■ **Goal of the exercise**
Set down, character for character, everything in the records below from the line holding "inner_side = half_width - sheet" down to the line holding "bevel_height = depth", and no other line.
= Beginning of Section =
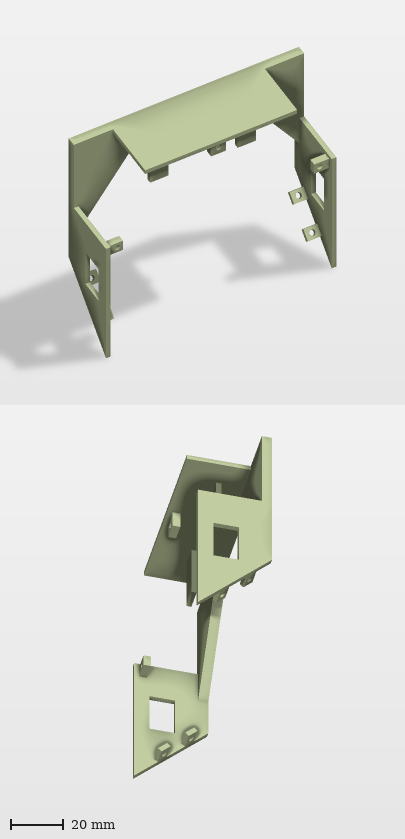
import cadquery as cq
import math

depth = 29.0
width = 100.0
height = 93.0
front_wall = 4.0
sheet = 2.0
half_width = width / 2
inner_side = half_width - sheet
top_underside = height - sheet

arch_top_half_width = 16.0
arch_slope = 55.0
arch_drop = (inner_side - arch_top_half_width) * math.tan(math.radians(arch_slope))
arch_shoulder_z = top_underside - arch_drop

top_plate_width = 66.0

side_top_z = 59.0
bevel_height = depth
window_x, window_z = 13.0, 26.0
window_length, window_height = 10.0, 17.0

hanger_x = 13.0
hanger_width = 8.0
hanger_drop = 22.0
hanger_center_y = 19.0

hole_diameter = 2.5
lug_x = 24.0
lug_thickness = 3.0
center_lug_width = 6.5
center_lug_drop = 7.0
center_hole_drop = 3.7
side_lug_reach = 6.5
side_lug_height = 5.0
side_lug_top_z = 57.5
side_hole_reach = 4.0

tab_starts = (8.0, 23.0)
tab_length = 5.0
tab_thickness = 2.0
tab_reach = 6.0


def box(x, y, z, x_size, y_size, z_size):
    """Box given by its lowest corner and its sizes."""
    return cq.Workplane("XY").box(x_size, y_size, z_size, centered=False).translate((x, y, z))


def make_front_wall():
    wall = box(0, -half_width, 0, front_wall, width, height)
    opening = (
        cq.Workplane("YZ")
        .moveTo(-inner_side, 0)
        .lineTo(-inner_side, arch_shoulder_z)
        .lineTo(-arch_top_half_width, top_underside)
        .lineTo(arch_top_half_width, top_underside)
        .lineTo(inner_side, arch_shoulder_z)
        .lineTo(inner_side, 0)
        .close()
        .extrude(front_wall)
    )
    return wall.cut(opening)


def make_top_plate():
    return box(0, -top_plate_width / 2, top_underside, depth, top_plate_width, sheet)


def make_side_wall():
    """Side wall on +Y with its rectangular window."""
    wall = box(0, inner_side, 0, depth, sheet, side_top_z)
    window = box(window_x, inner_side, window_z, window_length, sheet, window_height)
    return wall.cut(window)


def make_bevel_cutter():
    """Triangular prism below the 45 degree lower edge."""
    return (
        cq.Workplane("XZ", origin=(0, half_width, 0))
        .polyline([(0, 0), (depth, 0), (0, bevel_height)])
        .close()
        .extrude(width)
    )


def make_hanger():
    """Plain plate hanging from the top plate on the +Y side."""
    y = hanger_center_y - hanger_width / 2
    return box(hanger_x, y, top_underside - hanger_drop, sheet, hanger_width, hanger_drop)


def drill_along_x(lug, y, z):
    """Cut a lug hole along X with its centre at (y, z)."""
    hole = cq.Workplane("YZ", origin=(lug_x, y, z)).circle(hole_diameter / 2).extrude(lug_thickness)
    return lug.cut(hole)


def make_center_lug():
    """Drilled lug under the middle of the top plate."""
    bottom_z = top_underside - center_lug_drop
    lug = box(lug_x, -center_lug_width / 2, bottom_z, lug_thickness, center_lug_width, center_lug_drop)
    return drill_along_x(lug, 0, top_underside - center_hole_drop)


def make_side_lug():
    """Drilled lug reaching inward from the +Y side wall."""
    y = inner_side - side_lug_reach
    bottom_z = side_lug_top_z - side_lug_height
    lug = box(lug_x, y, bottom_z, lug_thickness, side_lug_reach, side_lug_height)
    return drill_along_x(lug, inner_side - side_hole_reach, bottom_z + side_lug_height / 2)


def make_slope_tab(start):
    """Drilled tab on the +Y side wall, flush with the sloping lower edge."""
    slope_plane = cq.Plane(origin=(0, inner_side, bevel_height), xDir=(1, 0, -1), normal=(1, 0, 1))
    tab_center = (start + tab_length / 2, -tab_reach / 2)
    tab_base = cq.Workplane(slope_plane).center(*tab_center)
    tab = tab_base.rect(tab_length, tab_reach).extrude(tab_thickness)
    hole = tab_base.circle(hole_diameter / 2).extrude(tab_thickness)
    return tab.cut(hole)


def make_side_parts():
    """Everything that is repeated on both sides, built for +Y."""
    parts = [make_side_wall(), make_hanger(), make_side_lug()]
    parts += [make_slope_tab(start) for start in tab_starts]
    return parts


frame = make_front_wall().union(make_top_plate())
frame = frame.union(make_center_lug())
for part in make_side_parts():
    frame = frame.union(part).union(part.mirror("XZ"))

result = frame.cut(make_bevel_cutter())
= End of Section =
= Beginning of Section =
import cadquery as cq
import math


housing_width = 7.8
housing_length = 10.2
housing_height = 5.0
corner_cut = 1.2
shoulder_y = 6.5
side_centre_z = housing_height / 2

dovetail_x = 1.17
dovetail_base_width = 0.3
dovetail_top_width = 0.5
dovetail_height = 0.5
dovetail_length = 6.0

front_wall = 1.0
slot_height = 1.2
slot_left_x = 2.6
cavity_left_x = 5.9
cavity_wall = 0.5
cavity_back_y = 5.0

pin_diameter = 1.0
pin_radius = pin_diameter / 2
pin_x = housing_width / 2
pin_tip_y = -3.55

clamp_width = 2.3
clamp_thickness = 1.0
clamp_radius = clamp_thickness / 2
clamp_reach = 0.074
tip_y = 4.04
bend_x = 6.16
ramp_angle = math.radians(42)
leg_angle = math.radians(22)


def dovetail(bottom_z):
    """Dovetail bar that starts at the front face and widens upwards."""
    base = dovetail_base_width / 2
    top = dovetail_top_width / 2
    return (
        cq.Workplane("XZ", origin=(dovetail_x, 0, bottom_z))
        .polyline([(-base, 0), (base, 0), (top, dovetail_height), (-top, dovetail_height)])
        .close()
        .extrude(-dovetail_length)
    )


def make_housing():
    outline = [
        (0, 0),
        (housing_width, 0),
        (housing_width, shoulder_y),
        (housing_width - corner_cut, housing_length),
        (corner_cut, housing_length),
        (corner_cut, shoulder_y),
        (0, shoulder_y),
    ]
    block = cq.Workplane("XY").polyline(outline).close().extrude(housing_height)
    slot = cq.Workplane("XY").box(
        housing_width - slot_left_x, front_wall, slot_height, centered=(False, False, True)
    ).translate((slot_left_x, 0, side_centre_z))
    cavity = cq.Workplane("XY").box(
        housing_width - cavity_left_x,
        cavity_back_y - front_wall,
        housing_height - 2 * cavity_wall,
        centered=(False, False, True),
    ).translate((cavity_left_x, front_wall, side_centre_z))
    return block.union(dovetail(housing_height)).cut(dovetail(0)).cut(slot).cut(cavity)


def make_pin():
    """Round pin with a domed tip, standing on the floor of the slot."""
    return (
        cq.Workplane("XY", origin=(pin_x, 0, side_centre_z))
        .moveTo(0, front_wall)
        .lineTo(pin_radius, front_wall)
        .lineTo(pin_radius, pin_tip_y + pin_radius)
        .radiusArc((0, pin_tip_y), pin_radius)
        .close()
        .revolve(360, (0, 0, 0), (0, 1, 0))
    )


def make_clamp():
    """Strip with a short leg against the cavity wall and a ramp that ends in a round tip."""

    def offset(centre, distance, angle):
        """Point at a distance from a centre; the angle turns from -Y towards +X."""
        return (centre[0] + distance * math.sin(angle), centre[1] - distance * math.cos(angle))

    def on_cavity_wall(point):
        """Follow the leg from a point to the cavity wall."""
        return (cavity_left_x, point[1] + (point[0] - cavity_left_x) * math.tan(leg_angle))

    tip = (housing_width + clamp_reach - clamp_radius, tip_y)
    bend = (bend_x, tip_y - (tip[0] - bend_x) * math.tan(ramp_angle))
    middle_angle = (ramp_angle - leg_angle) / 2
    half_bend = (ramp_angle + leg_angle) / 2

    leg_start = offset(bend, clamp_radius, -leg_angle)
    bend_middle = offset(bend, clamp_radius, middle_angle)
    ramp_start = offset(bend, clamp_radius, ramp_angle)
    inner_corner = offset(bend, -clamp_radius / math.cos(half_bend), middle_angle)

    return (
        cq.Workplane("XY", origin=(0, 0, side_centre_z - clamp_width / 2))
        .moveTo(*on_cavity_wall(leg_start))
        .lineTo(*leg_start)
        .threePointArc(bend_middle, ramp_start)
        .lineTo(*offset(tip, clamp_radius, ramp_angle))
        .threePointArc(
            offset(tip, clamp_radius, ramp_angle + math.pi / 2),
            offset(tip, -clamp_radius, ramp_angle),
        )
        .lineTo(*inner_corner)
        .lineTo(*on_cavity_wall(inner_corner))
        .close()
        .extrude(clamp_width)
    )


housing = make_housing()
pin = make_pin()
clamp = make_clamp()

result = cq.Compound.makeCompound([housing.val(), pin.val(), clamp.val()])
= End of Section =
= Beginning of Section =
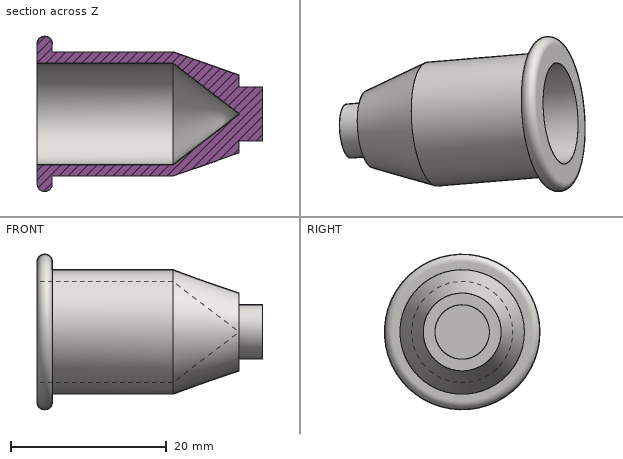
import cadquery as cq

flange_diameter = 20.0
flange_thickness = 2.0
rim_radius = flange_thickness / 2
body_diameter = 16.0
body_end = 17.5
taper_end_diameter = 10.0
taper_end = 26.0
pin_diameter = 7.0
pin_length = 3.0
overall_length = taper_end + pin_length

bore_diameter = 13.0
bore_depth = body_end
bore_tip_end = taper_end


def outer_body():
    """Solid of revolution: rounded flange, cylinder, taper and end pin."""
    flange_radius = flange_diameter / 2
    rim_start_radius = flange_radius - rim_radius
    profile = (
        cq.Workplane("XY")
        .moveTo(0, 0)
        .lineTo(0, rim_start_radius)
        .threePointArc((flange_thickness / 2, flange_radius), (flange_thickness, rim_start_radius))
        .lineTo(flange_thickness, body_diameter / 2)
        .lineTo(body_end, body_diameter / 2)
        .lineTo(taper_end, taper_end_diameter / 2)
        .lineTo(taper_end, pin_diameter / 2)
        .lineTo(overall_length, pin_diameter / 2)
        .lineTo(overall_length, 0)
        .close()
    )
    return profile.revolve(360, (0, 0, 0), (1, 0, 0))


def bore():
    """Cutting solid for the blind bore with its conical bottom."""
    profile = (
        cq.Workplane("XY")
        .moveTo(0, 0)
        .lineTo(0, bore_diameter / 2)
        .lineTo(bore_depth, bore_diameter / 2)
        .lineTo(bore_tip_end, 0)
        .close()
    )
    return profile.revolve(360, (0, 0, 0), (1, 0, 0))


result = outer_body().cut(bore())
= End of Section =
■ **Solved problem**
inner_side = half_width - sheet
top_underside = height - sheet

arch_top_half_width = 16.0
arch_slope = 55.0
arch_drop = (inner_side - arch_top_half_width) * math.tan(math.radians(arch_slope))
arch_shoulder_z = top_underside - arch_drop

top_plate_width = 66.0

side_top_z = 59.0
bevel_height = depth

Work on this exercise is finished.